Halfback Folau Fakatava, out of Hastings Boys’ High School in Hawke’s Bay, was snapped up by the Highlanders last year at just 19-years-old to become the heir to Aaron Smith and a dynamic impact player off the bench.
With Jamie Booth, a player they cut last season and then re-signed as a late replacement from the Sunwolves, and ex-Chiefs halfback Jonathan Taumateine backing up TJ Perenara, there is no long-term plan in place at the position that local prospect Fakatava would have been a worthy investment for.
Again in the five-eighth stocks, instead of finding a roster spot for Hawke’s Bay and Hurricanes junior rep Lincoln McClutchie- who was also Fakatava’s schoolboy teammate – the franchise has re-signed 31-year-old James Marshall. McClutchie has since taken up a contract in Japan.
This year, the Wellington academy signed the New Zealand Schools pivot Aidan Morgan out of Auckland in a smart move that should be applauded, but he will not be ready for Super Rugby for a few seasons yet.
However, the signing that raised the most eyebrows was South African and ex-Sharks winger Kobus Van Wyk.
It is a head-scratcher when all the New Zealand Super Rugby teams are meant to produce All Blacks under this centrally contracted system. Why you would sign a South African winger when there is no shortage of outside backs in New Zealand, or even at the Hurricanes for that matter?
The signing of former franchise legend Cory Jane as an assistant coach, just three years removed from his playing career, smells like cronyism and is another question mark.

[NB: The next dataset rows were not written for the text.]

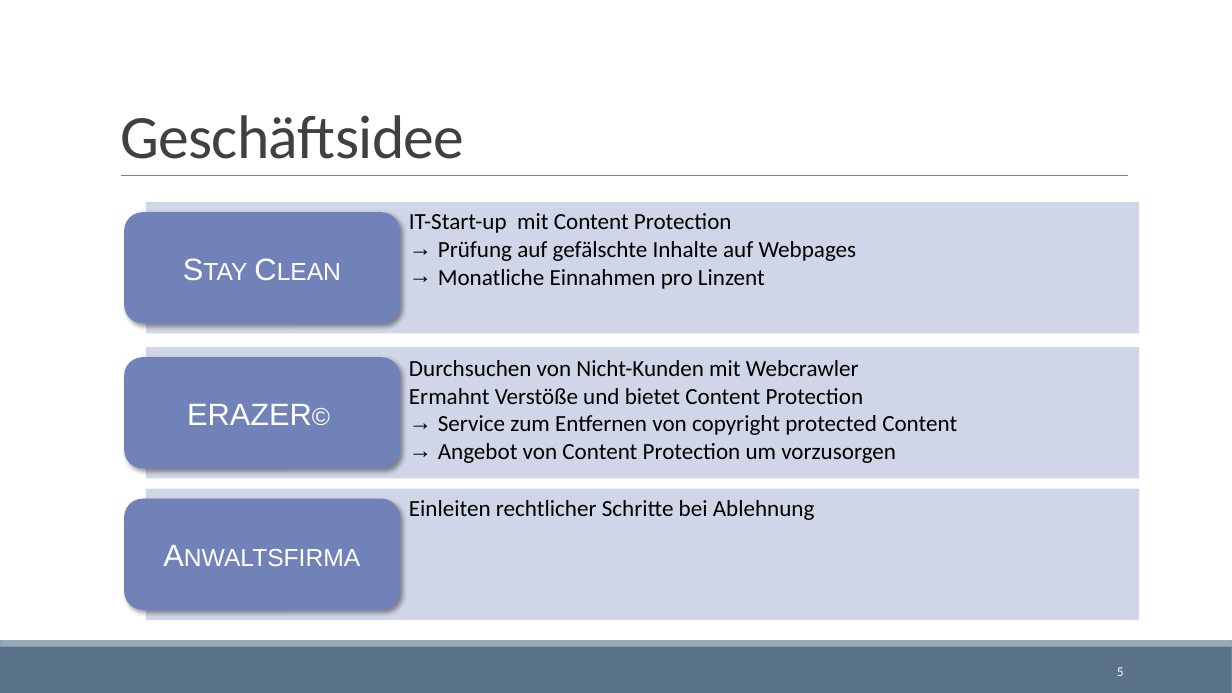
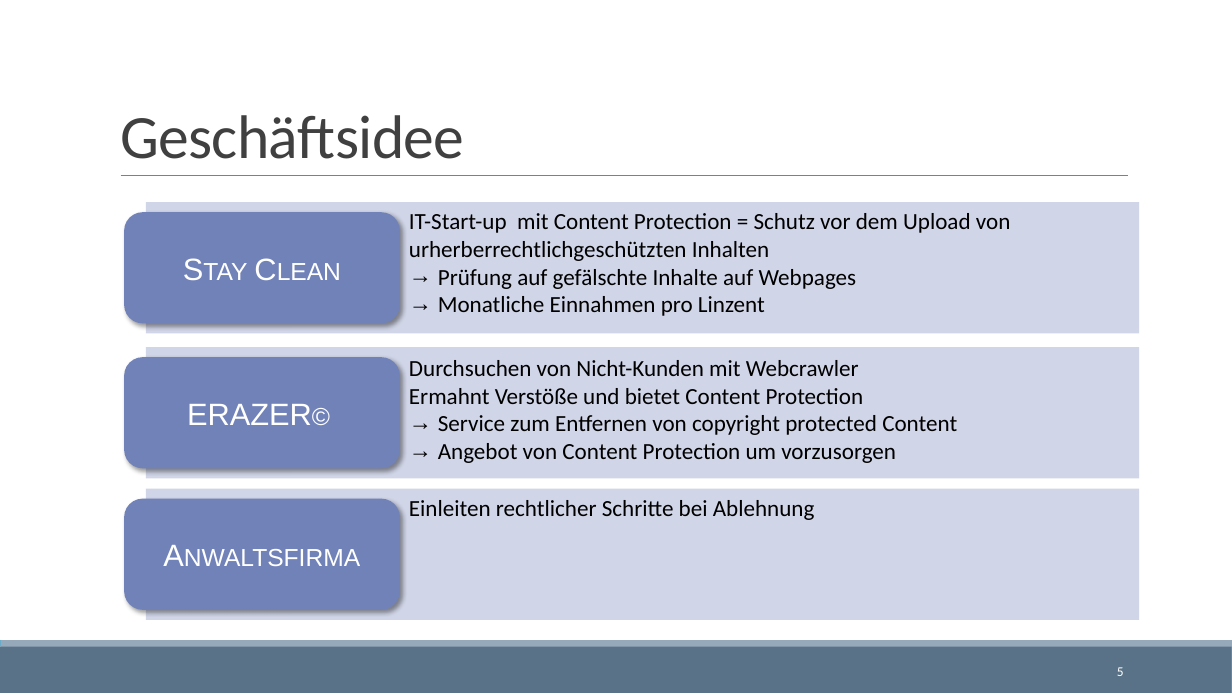
Before and after one commit to einsStudent/theMillionDollarProject, a slide deck: slide 5 of Geschäftsmodell/190628Project_Presentation.pptx. Drawn at 1232x693 pixels with LibreOffice and Linux fonts; fonts in the diff are those of the drawing. Boxes give left, top, right and bottom in pixels: in the first picture for what was removed or moved away, otherwise in the second. Text is boxed around its words. In the diff, an @@ line names an element or a change of style, - is before the commit and + after.

```diff
--- a/Geschäftsmodell/190628Project_Presentation.pptx
+++ b/Geschäftsmodell/190628Project_Presentation.pptx
@@ text at (x1=409, y1=213, x2=1011, y2=261): text changed @@
-IT-Start-up mit Content Protection
+IT-Start-up mit Content Protection = Schutz vor dem Upload von urherberrechtlichgeschützten Inhalten
```
Also in this commit, not shown: 2 other slides changed.

Ex-players don’t exactly have a great record of becoming great coaches. One that has, Scott Robertson, spent 12 years honing his style, starting at the bottom at grassroots club rugby starting way back in 2004 and under-age rugby before that.
Robertson’s three consecutive Super Rugby titles were about 15 years in the making.
Compare that to his ex-Crusaders teammates Aaron Mauger (pro coach three years removed from playing career), Mark Hammett (three years removed), Todd Blackadder (four years removed) and Leon MacDonald (one year removed), who were all thrust into professional coaching earlier than Robertson and none have won any professional titles as head coaches.
There’s a lesson to be learnt there for any ex-player who wants to be a success as a professional coach – take the time to get there on merit, not playing credentials.
For all the operational flaws and bad luck this off-season, the Hurricanes do have areas of relative strength that makes them a dangerous proposition in the New Zealand conference.
You would have to assume TJ Perenara will continue to dictate most of the phase play and the Hurricanes will continue to play a truckload of rugby off No. 9, while Perenara will become even more of a playmaker at set-piece time without Barrett.
Those who doubt Jordie Barrett do not understand he is still in the development stage of his career and is one of the best prospects in world rugby. He will only turn 23 this year.
In his debut season in 2017 as a 20-year-old, he finished second in Super Rugby in try assists only behind brother Beauden. With the older Barrett gone and no playmaking No. 10, Jordie could assume a larger role in the Hurricanes’ attack out wide as a pivotal ball-playing fullback to complement Perenara.
This young Hurricanes side has the makings of a champion side at some point this decade but is missing a few pieces and a few more years of development to make that happen.
One thing that has been proven time and time again is that Super Rugby champions generally have a generational playmaking first-five, so getting one should be a top priority. The Hurricanes don’t have one anymore, so until they do they will remain a tough side to beat but it is hard to see more titles coming.
It’s why they should have rolled the dice on McClutchie and Fakatava to see if they could make good on their potential and build on their schoolboy 9-10 combination. It’s way too early to predict how Aidan Morgan would go but he can’t get there soon enough to find out from the Hurricanes’ point of view.